Speaker Enrollment

Speaker identification lets Kenzy know who is talking. This enables personalized responses and is required for sensitive operations like locking and unlocking doors.

How it works

During enrollment, Kenzy records several short audio samples from a person and computes a speaker embedding — a compact numerical representation of their voice. At runtime, each captured utterance is compared against all enrolled embeddings using cosine similarity. The speaker with the highest similarity above the configured threshold is returned; otherwise the speaker is reported as unknown.

Embeddings are stored as .npy files in data/speakers/<name>.npy.

Requirements

  • The kenzy-speaker service must be running
  • The kenzy-tts service must be running (used to read prompts aloud during enrollment)
  • A microphone connected to the machine running kenzy-enroll

Running enrollment

kenzy-enroll [configs/speaker.yaml]

The CLI will:

  1. Ask for the speaker's name
  2. Read each enrollment prompt aloud via TTS
  3. Record the speaker saying the prompt
  4. Repeat for all prompts
  5. Compute and save the embedding to data/speakers/<name>.npy

The default prompts are phonetically diverse sentences chosen to capture a broad range of sounds. You can customize them in configs/speaker.yaml under enroll_prompts.

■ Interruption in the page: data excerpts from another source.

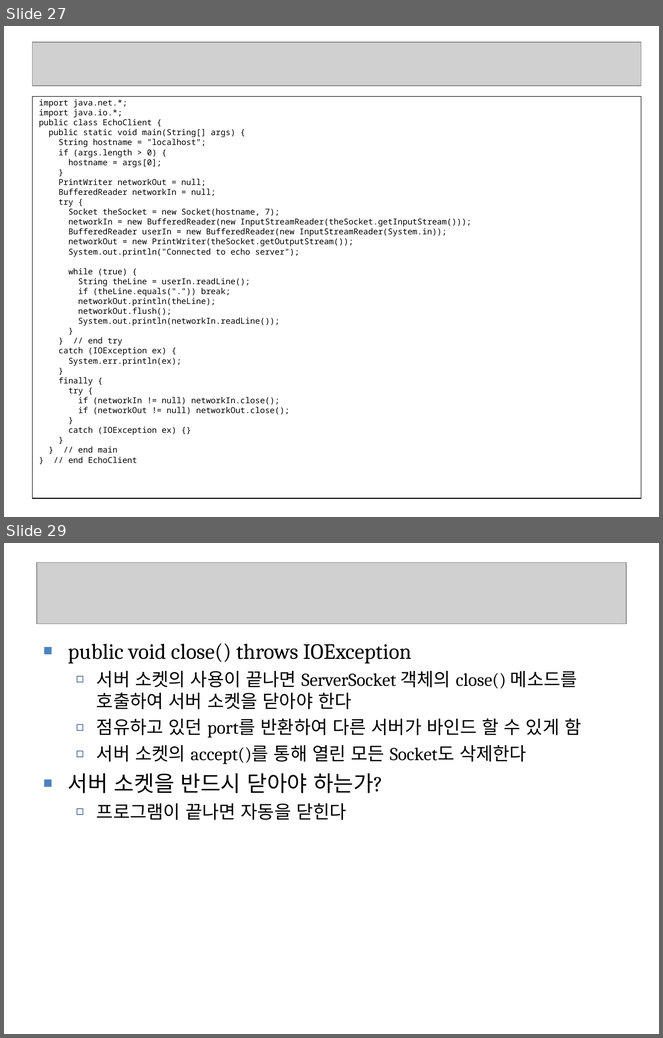
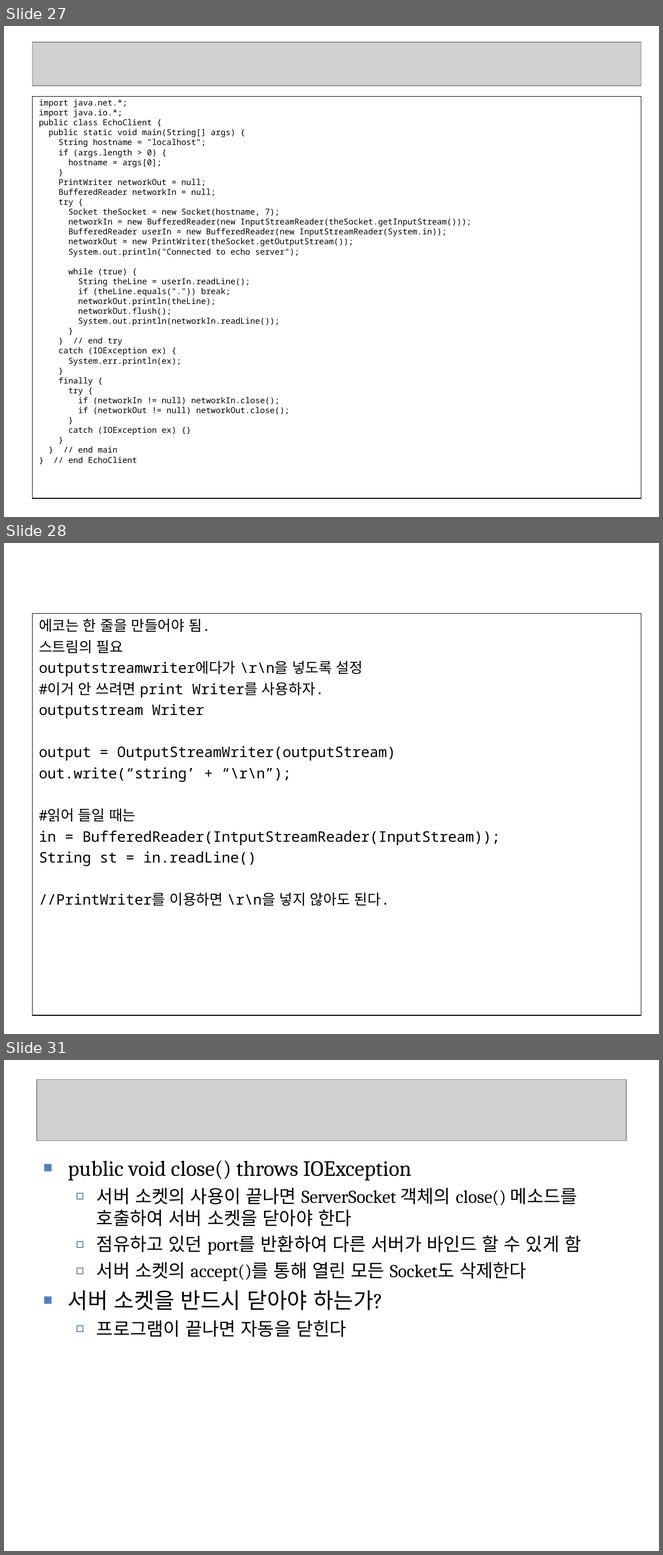
Before and after one commit to seleuchel/javaNetwork, a slide deck: ppt/321_chap09ServerSocket.ppt. Shown one above the other, each under a label of ours: slides 27 and 29 before the commit, slides 27, 28 and 31 after it; the slides between them are not shown. The pictures are 663x1038 and 663x1555 pixels, drawn with LibreOffice and Linux fonts; fonts in the diff are those of the drawing; grey boxes stand for pictures; background and template pictures are left out. Boxes give left, top, right and bottom in pixels: in the first picture for what was removed or moved away, otherwise in the second. Text is boxed around its words. In the diff, an @@ line names an element or a change of style, - is before the commit and + after.

```diff
--- a/ppt/321_chap09ServerSocket.ppt
+++ b/ppt/321_chap09ServerSocket.ppt
@@ slide 28 added at [4,543,659,1034], background picture (left out) @@
@@ text added at [32,613,641,1015], outline #000000 0.74 pt, 16 pt, text #000000 @@
+에코는 한 줄을 만들어야 됨.
+스트림의 필요
+outputstreamwriter에다가 \r\n을 넣도록 설정
+#이거 안 쓰려면 print Writer를 사용하자.
+outputstream Writer
+output = OutputStreamWriter(outputStream)
+out.write(“string’ + “\r\n”);
+#읽어 들일 때는
+in = BufferedReader(IntputStreamReader(InputStream));
+String st = in.readLine()
+//PrintWriter를 이용하면 \r\n을 넣지 않아도 된다.
@@ what was slide 29 is now slide 31 @@
```
Also in this commit, not shown: 3 slides changed, 1 other slide added, 4 other files.

Enrolling by voice (from a node)

You can also enroll without the CLI by speaking to a room node — say something like "Hey Kenzy, enroll me as Alice". Kenzy then reads out the enroll_prompts sentences (the same configurable list the CLI uses) and records your reply to each through that node's microphone, so the samples come from the device and room you actually use.

This is off by default. Enable it from the dashboard (Services → speaker → toggle allow_voice_enroll on, Save) or by setting it in the speaker config:

allow_voice_enroll: true

The server reads this live, so a dashboard toggle takes effect without a restart.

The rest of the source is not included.